We hung behind the steam plant, next to the hill and his apartment. He waited for me to come by, squatting on the brick wall that held the ivy lawn back, next to the pay phone where he had called me over. As a greeting I brushed my hand discreetly along his inner thigh, disturbing the perfect curls of hair on his body, fed my fingers down, inside the crotch of his loose cotton shorts, till they swam in his humidity. For the rest of the day, I’d be conscious of him, his odor distinct and comforting under my nails.
Eric and I would watch the columns of steam being pumped out of the electrical plant. There was a mattress flung out in the nearby dried grass. We would rest on it, the material warm from the sun, and listen to the water rushing down slatted wood, a part of the process to give the city energy. We’d talk long stuff, like did we believe in God or whatever. I told him I couldn’t; it was kind of pointless. I couldn’t possibly know any of his intentions, so why worry if he knows you believe in him or not. Eric sort of hated these discussions I’d bring up; he was more interested in getting out of this hellhole he was living in, and if I would go away with him. We’d finish a lunch, large bottles of Cokes. Sometimes Eric would pull out his dick and take a piss on an old, withered oak. Sometimes I could see it splash till the last few drops fell. He’d turn to me and stuff it back in.
The street over, I had a job at Bobby’s Liquor on Fair Oaks. I lied about my age; they never checked. I took the late shift, worked minimum; it paid minimum. Eric and I spent the money going to clubs and shit. I swept floors, pinned up posters of Dos Equis women, a beer bottle in one hand, a two-fingered tequila in the other.

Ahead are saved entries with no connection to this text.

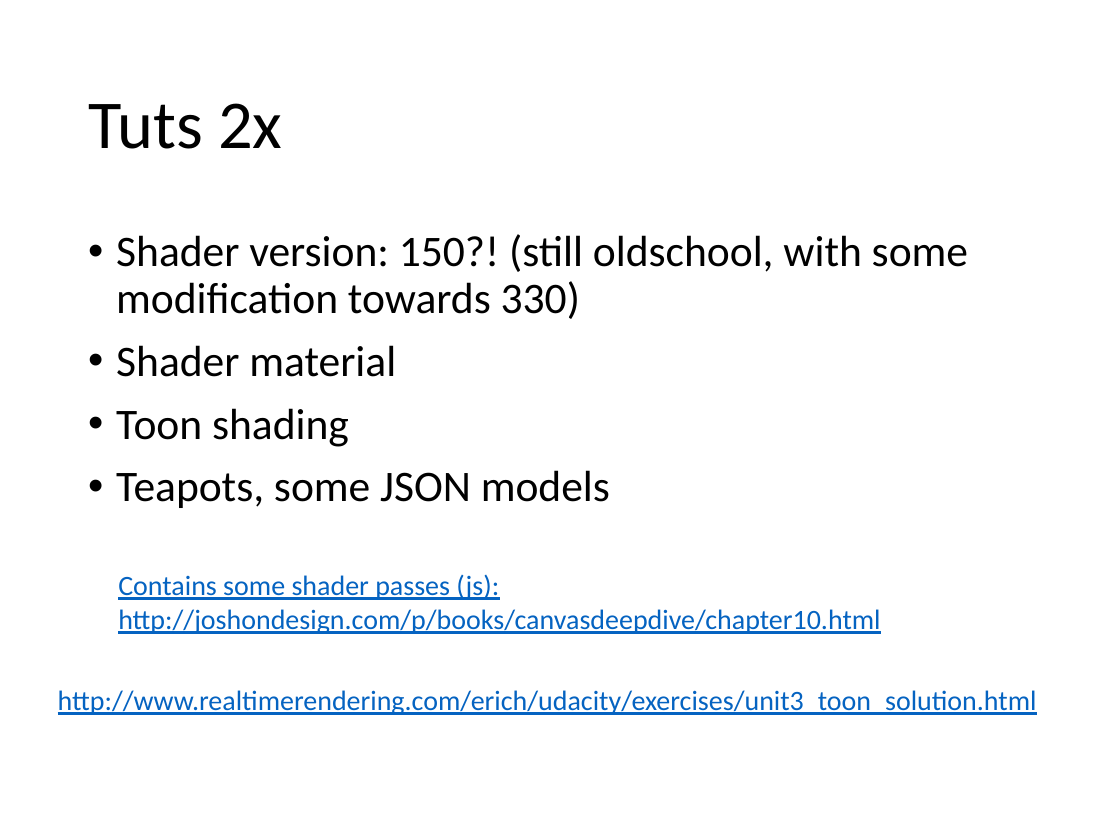
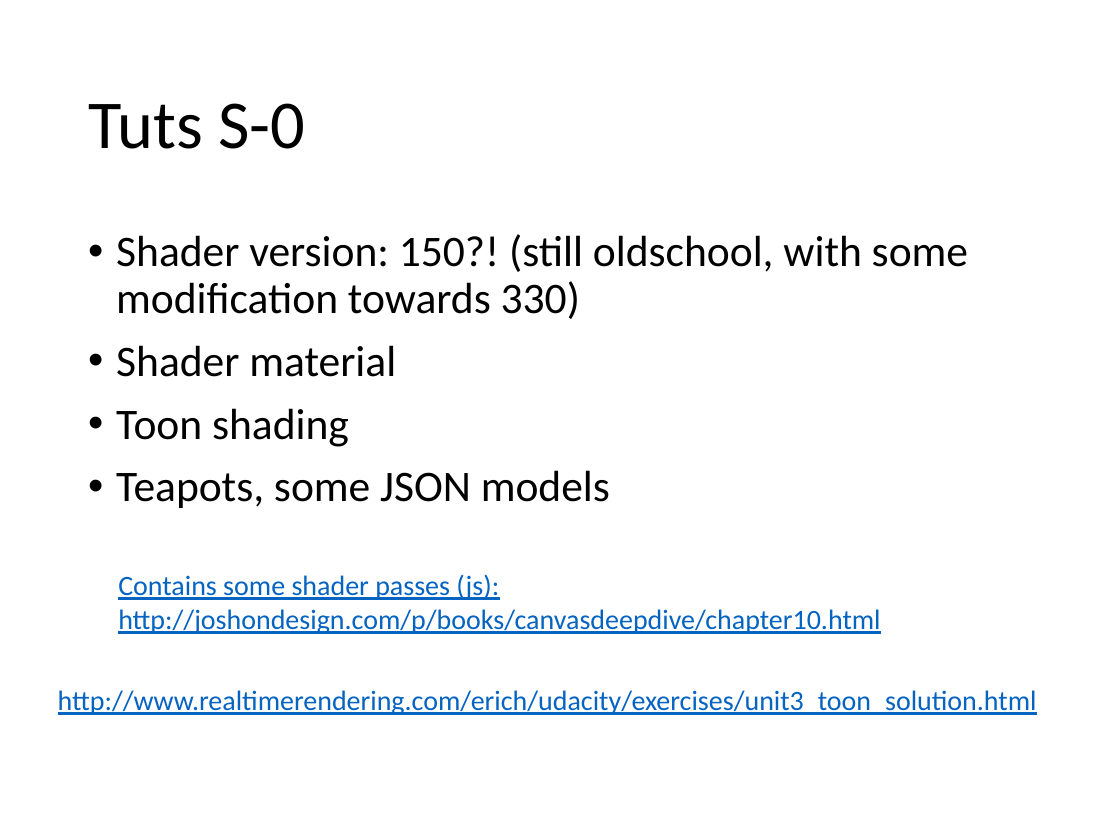
Before and after one commit to caa1211/tutsplus, a slide deck: slide 3 of threejs-tuts-4.pptx. Drawn at 1120x840 pixels with LibreOffice and Linux fonts; fonts in the diff are those of the drawing. Boxes give left, top, right and bottom in pixels: in the first picture for what was removed or moved away, otherwise in the second. Text is boxed around its words. In the diff, an @@ line names an element or a change of style, - is before the commit and + after.

```diff
--- a/threejs-tuts-4.pptx
+++ b/threejs-tuts-4.pptx
@@ title at (88, 103, 305, 149): text changed @@
-Tuts 2x
+Tuts S-0
```
Also in this commit, not shown: 5 other slides changed, 4 slides added, 37 other files.

I’m half Mexican. My mother grew up here; she looked pretty. Her sisters would call her güera, making sure she never felt good about being so pale. They made jokes about me before I was born, wondering what I’d look like because my mother’s boyfriend was white. When my mother turned thirty, I was already fourteen. I was watching a video while she argued on the phone with her older sister, saying, “You’ve got to respect me, you can’t treat me like a dog. I don’t want to hear from you again.”
I never got on my mother’s bad side either because she could drop you like that. She always acted like I was delivering bad news to her if I mentioned anything, would grab her lungs, relieved that the problem was minuscule, unimportant. She was a good lady, though, died of cancer a few years back.

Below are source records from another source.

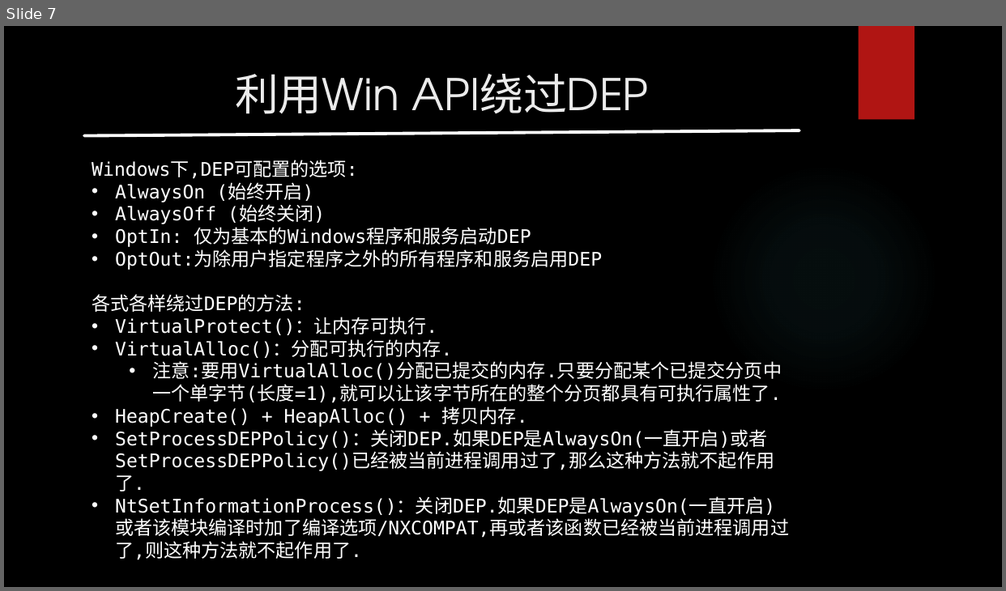
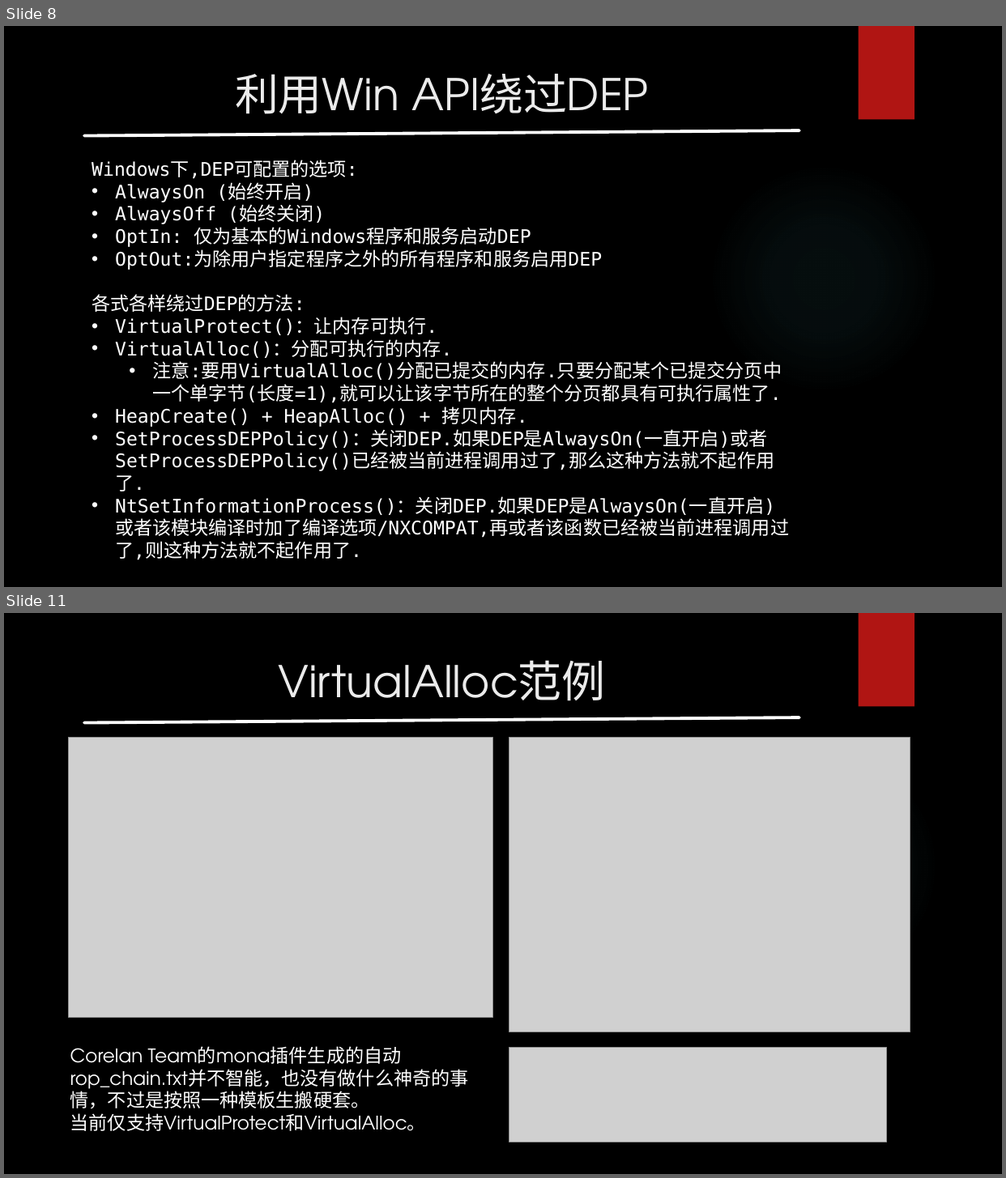
Before and after one commit to r00tk1ts/binary-security-tutorial, a slide deck: Windows环境下的ROP.pptx. Shown one above the other, each under a label of ours: slide 7 before the commit, slides 8 and 11 after it; the slides between them are not shown. The pictures are 1006x591 and 1006x1178 pixels, drawn with LibreOffice and Linux fonts; fonts in the diff are those of the drawing; grey boxes stand for pictures; background and template pictures are left out. Boxes give left, top, right and bottom in pixels: in the first picture for what was removed or moved away, otherwise in the second. Text is boxed around its words. In the diff, an @@ line names an element or a change of style, - is before the commit and + after.

```diff
--- a/Windows环境下的ROP.pptx
+++ b/Windows环境下的ROP.pptx
@@ slide 11 added at bbox=[4, 613, 1002, 1174], background picture (left out); not listed: 2 template elements that a slide beside it also shows @@
@@ title added at bbox=[278, 660, 606, 701], 42 pt, text #EBEBEB @@
+VirtualAlloc范例
@@ line added from (84, 723) to (799, 717), #FFFFFF 3 pt @@
@@ picture added at bbox=[68, 738, 492, 1018] @@
@@ picture added at bbox=[509, 738, 910, 1033] @@
@@ text added at bbox=[70, 1048, 469, 1131], 18 pt, text #FFFFFF @@
+Corelan Team的mona插件生成的自动rop_chain.txt并不智能，也没有做什么神奇的事情，不过是按照一种模板生搬硬套。
+当前仅支持VirtualProtect和VirtualAlloc。
@@ picture added at bbox=[509, 1047, 887, 1142] @@
@@ what was slide 7 is now slide 8 @@
```
Also in this commit, not shown: 4 slides changed, 4 other slides added, 1 slide removed, 30 other files.

My father got into AA, best thing for him. He doesn’t like me working at Bobby’s, but fuck it, I’m not, as he says, codependent. Sometimes he waits for me parked in front of the store so I don’t have to take the bus at night. When I open the passenger door, he says, “Hi.” His breath smells of coffee; I know he’s wired.
I tell him, “Let’s go out for dinner.” We drive up the street to the Salt Shaker, let the little old ladies serve us. He orders his steak and eggs. I don’t really want to eat, but he gets lonely after his meetings, tells me I really should go with him.

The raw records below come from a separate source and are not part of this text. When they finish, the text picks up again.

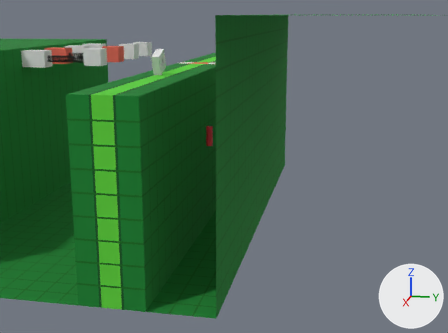
The glTF model public/rhythm.glb, before and after one commit.
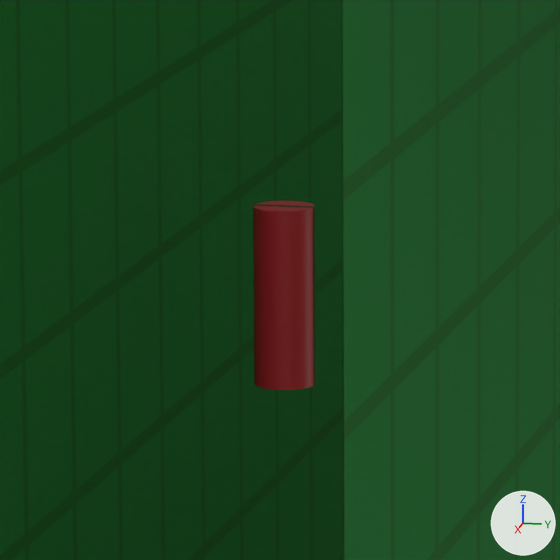
There are two pictures of each version: one from a 50 mm lens placed at (78.23, 18.68, 24.09), pointed at (16.36, 6.3, 8.62), one close up on the part from 40% to 53% of the width and 31% to 49% of the height. Every picture has the same lights, and +X, +Y and +Z are marked at lower right. Both versions are drawn at frame 141 of the action 'stickAction'; the numbers are the values there.

Objects in the first close-up: 'background', 'geo', 'stick'.
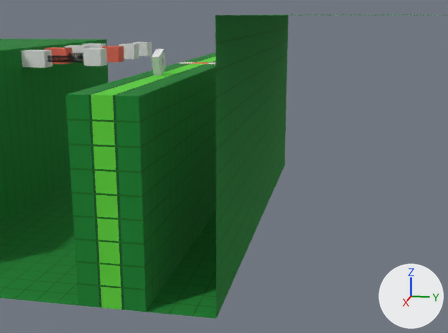
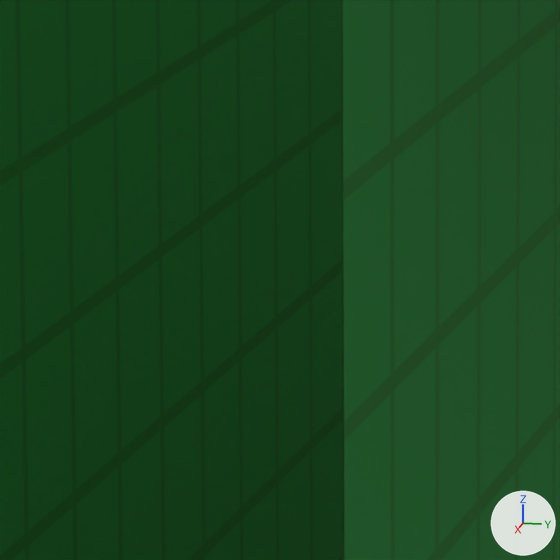
Location of each change, (x1, y1, x2, y2) in pixels of the close-ups (560 x 560 px):
'stick', moved, rescaled (not visible afterwards): before (253, 201, 316, 390)

What changed in the scene script:
```text
Change ob_stick:
    ob_stick.location: (15.68, 4.61, 11.68) -> (15.68, 4.61, 14.68)
    ob_stick.scale: (0.347, 0.347, 1.02) -> (0.0, 0.0, 0.0)
```

The year my mother died, Eric hung out at our place. His sister didn’t want him much either; he was seventeen, could join the army or get a good job. One time, my father wanted to go after Eric’s throat. Dad worked nights, molded plastics. One morning, Eric and I were at the kitchen table, breakfast almost finished; we were half-dressed for school. Eric sat there on the dinette chair, turned away from the table, shirtless, jeans on, the fly still unbuttoned. He slipped on one white cotton sock, then the other. I sat watching him, his legs opening then closing, slowly eating my maple syrup pancakes, my eyes focused on his every move, sinews twisted, then the sudden glint of his smile my way. I was near naked, just my white jockeys when my dad stepped in. He took one look at me, one at Eric. I could feel his thoughts right where they say the soul is, a feeling that yelled, ‘Why are you taking the one thing I have left in my life?’